- Decades:: 1930s; 1940s; 1950s;
- See also:: Other events of 1934 History of Malaysia • Timeline • Years

= 1934 in British Malaya =

This article lists important figures and events in the public affairs of British Malaya during the year 1934, together with births and deaths of prominent Malayans.

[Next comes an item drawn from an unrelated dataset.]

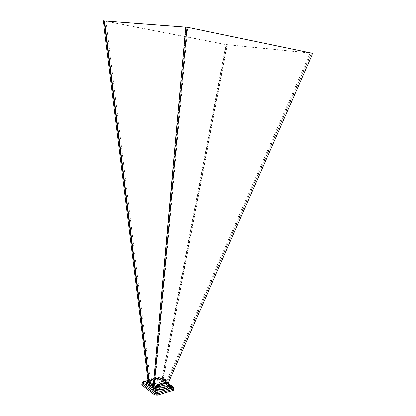 <?xml version="1.0" encoding="UTF-8"?>
<svg xmlns="http://www.w3.org/2000/svg" width="416" height="416" viewBox="0 0 416 416"><rect width="100%" height="100%" fill="white"/><g stroke="black" fill="none" stroke-linecap="round" stroke-linejoin="round"><path stroke-width="0.31" stroke-dasharray="2.08 1.56" d="M149.089 384.03L150.129 383.646L149.594 383.24M150.66 381.909L150.738 380.052L149.552 381.077L150.66 381.909L148.262 382.704M162.703 378.908L164.398 379.631L163.545 379.839L162.328 378.742L160.014 379.278L158.902 378.461L159.593 378.05L150.244 380.666M164.398 379.631L167.315 381.696L166.338 381.888L167.024 382.387L311.137 53.165L226.387 44.699L103.298 20.8M168.74 385.195L167.996 383.542L160.555 377.879L158.74 377.572L153.202 379.116C157.373 378.721 161.294 379.387 164.975 381.113L168.345 383.583L164.544 380.583C161.158 378.992 157.544 378.378 153.707 378.742L148.985 380.292L153.312 379.205L153.707 378.742M145.616 384.316L145.87 384.774C145.418 385.356 144.664 385.393 143.603 384.883L143.354 384.426C143.801 383.843 144.555 383.807 145.616 384.316M157.435 393.364L157.711 393.858C157.258 394.462 156.494 394.498 155.418 393.968L155.142 393.474C155.594 392.876 156.359 392.839 157.435 393.364M171.709 389.085L171.995 389.579C171.564 390.146 170.82 390.177 169.764 389.667L169.484 389.173C169.915 388.606 170.659 388.575 171.709 389.085M159.801 380.302L160.066 380.76C159.635 381.311 158.902 381.342 157.867 380.848L157.607 380.39C158.033 379.839 158.766 379.813 159.801 380.302M160.118 378.206L160.384 378.659C159.952 379.21 159.219 379.236 158.184 378.747L157.919 378.29C158.35 377.744 159.078 377.718 160.118 378.206M153.265 386.022L153.592 386.266L153.234 386.37M167.045 384.446L165.901 383.609L166.572 383.417M168.199 383.037L167.024 382.387M166.889 380.089L164.086 378.05L164.294 378.648L167.092 380.687L166.889 380.089L166.338 381.888M163.545 379.839L164.086 378.05M162.864 379.345L227.037 44.736M150.088 381.992L150.129 383.646M153.592 386.266L186.181 27.175L185.718 27.082M185.713 27.144L186.181 27.175M165.901 383.609L166.348 382.018M162.328 378.742L226.387 44.699M150.738 380.052L160.092 377.442L160.014 379.278M160.555 377.879L160.904 378.331L160.711 379.605L173.514 389.012M158.74 377.572L158.345 377.894L158.158 379.168L160.711 379.605M141.955 383.651L142.319 382.366L142.137 383.666L158.158 379.168M150.847 384.852L154.549 387.691L165.09 384.597L164.746 386.849L161.028 384.088L161.366 381.846L150.847 384.852L150.514 387.124L161.028 384.088M165.09 384.597L161.366 381.846M154.549 387.66L154.211 389.943L164.746 386.849M154.211 389.943L150.514 387.124M141.768 384.951L142.137 383.666M187.626 27.482L310.128 52.957L226.054 44.543L106.054 21.226L187.626 27.482L154.549 387.691M312.702 53.357L311.137 53.165M167.372 382.288L311.449 53.227M163.207 379.246L227.354 44.798M150.847 384.883L106.054 21.226M165.079 384.623L310.128 52.957M161.361 381.878L226.054 44.543M150.259 380.562L159.593 378.05M159.609 377.946L160.092 377.442M167.092 380.687L167.034 381.056L164.237 379.018L164.518 379.652M167.315 381.696L167.034 381.056M164.294 378.648L164.237 379.018M147.581 382.034C147.571 381.67 148.138 381.113 149.276 380.364L153.312 379.205C157.394 378.81 161.231 379.465 164.824 381.165L164.544 380.583M149.672 383.313L149.365 385.393L149.458 383.152L149.724 385.294L149.458 383.152M149.365 385.393L149.724 385.294M153.587 386.277L153.067 388.211L153.426 388.107L153.374 386.116L153.067 388.211M153.426 388.107L153.374 386.116M166.806 382.247L166.488 384.306L166.806 382.247L166.145 384.405L167.019 382.403M166.488 384.306L166.145 384.405M162.864 379.361L162.765 381.566L162.422 381.664L162.864 379.361L162.765 381.566M162.422 381.664L163.077 379.517M147.566 382.117C147.867 377.463 160.909 376.917 166.379 381.243C168.116 382.538 168.896 383.885 168.73 385.278M161.918 378.742C155.423 376.532 147.389 378.716 148.694 382.465M164.2 379.657L163.082 379.158M149.822 379.824L147.508 382.528M162.115 378.711C155.542 376.974 150.847 377.697 148.034 380.879L148.985 380.292L147.997 380.567M167.497 382.382L166.998 381.701M149.552 381.077L158.902 378.461M142.324 382.366L158.345 377.894L160.904 378.331L173.716 387.712M168.667 385.689L167.648 382.85M165.786 380.432L167.024 381.415L165.786 380.432M146.177 382.637L145.87 384.774M158.038 391.68L157.711 393.858M172.328 387.442L171.995 389.579M160.384 378.659L160.066 380.76M157.919 378.29L157.607 380.39M169.811 387.036L169.484 389.173M155.47 391.3L155.142 393.474M143.655 382.288L143.354 384.426M159.084 378.55L149.734 381.17M168.236 382.959L167.294 381.69M160.706 377.806L168.49 383.5M158.673 377.478L160.664 377.816M147.976 380.432L158.647 377.458"/><path stroke-width="0.62" d="M150.384 385.06L149.089 384.03L149.609 383.152L152.391 385.258L151.866 386.142L150.384 385.06M149.1 383.24L104.208 20.868L103.298 20.8L148.262 382.704L149.594 383.24M148.398 385.185L151.476 387.53L150.764 388.695L147.42 386.131C145.933 384.129 146.141 382.377 148.034 380.874L147.508 382.528L148.398 385.185L147.42 386.131L143.047 382.782L142.022 383.422L142.324 382.366M145.922 382.179L146.177 382.637C145.725 383.219 144.971 383.25 143.91 382.746L143.655 382.288C144.108 381.711 144.862 381.675 145.922 382.179M157.763 391.191L158.038 391.68C157.586 392.278 156.816 392.314 155.74 391.789L155.47 391.3C155.922 390.702 156.686 390.666 157.763 391.191M172.042 386.948L172.328 387.442C171.896 388.003 171.153 388.034 170.097 387.525L169.811 387.036C170.243 386.469 170.986 386.443 172.042 386.948M151.866 386.142L152.911 385.752L153.265 386.022M186.966 27.175L185.718 27.082L153.234 386.37L154.092 387.13L186.966 27.175L312.702 53.357L168.199 383.037L166.572 383.417M154.092 387.13L156.525 386.329L157.659 387.182L157.201 385.897L166.587 383.178L167.045 384.446L157.659 387.182M152.911 385.752L152.87 384.093L150.088 381.992L149.609 383.152M149.458 383.136L104.65 20.956L185.713 27.144M156.962 384.717L166.348 382.018L166.603 383.074L157.217 385.793L156.962 384.717L156.525 386.329M141.955 383.651L154.643 393.411L155.272 392.148L157.18 392.47L157.134 395.2L173.274 390.322L173.477 389.017L172.723 387.832L172.895 386.911L173.716 387.712L173.477 389.017L157.331 393.869L154.643 393.411L154.445 394.742L141.768 384.951L142.022 383.422M154.445 394.742L157.134 395.2M173.716 387.712L173.274 390.322M104.208 20.868L104.65 20.956M151.476 387.53C154.95 389.199 158.668 389.834 162.63 389.433L166.535 388.274L168.74 385.195M152.87 384.093L152.391 385.258M168.641 383.952C170.128 386.136 169.634 387.982 167.149 389.496L162.9 390.764C158.59 391.206 154.544 390.515 150.764 388.695L155.272 392.148M147.997 380.567L142.386 382.153M162.63 389.433L162.9 390.764L157.18 392.47M172.723 387.832L167.149 389.496L166.535 388.274M168.667 385.689L168.73 385.278C168.522 389.906 155.137 390.484 149.755 386.012C148.138 384.738 147.404 383.443 147.566 382.117M148.975 383.141L149.365 383.734M152.225 385.949L153.358 386.469M143.302 381.872L143.047 382.782M154.549 386.901C161.299 389.225 169.421 386.786 167.814 383.053M172.895 386.911L168.584 383.755M152.443 384.883L149.666 382.782M168.73 385.278L168.236 382.959M168.49 383.5L173.202 386.948M143.031 381.81L147.976 380.432M147.508 382.528L147.581 382.034"/></g></svg>

== Incumbent political figures ==
=== Central level ===
- Governor of Federated of Malay States:
  - Cecil Clementi (until 16 February)
  - Shenton Whitelegge Thomas (from 9 November)
- Chief Secretaries to the Government of the FMS:
  - Andrew Caldecott (until unknown date)
  - Malcolm Bond Shelley (from unknown date)
- Governor of Straits Settlements :
  - Cecil Clementi (until 9 November)
  - Shenton Whitelegge Thomas (from 9 November)

=== State level ===
- Perlis :
  - Raja of Perlis : Syed Alwi Syed Saffi Jamalullail
- Johore :
  - Sultan of Johor : Sultan Ibrahim Al-Masyhur
- Kedah :
  - Sultan of Kedah : Abdul Hamid Halim Shah
- Kelantan :
  - Sultan of Kelantan : Sultan Ismail Sultan Muhammad IV
- Trengganu :
  - Sultan of Trengganu : Sulaiman Badrul Alam Shah
- Selangor :
  - British Residents of Selangor : George Ernest London
  - Sultan of Selangor : Sultan Sir Alaeddin Sulaiman Shah
- Penang :
  - Monarchs : King George V
  - Residents-Councillors : Arthur Mitchell Goodman
- Malacca :
  - Monarchs : King George V
  - Residents-Councillors : M.W. Millington
- Negri Sembilan :
  - British Residents of Negri Sembilan : John Whitehouse Ward Hughes
  - Yang di-Pertuan Besar of Negri Sembilan : Tuanku Abdul Rahman ibni Almarhum Tuanku Muhammad
- Pahang :
  - British Residents of Pahang : Hugh Goodwin Russell Leonard
  - Sultan of Pahang : Sultan Abu Bakar
- Perak :
  - British Residents of Perak : G. E. Cater
  - Sultan of Perak : Sultan Iskandar Shah

== Events ==
- 12 February – Opening of Melaka General Hospital.
- 27 April – Straits Settlement Royal Naval Volunteer Reserve (SSRNVR) was established, predecessor to Royal Malaysian Navy.
- Unknown date – The Public Service Department was founded.

==Births==
- 22 January - Tunku Abdul Aziz, corporate figure and politician.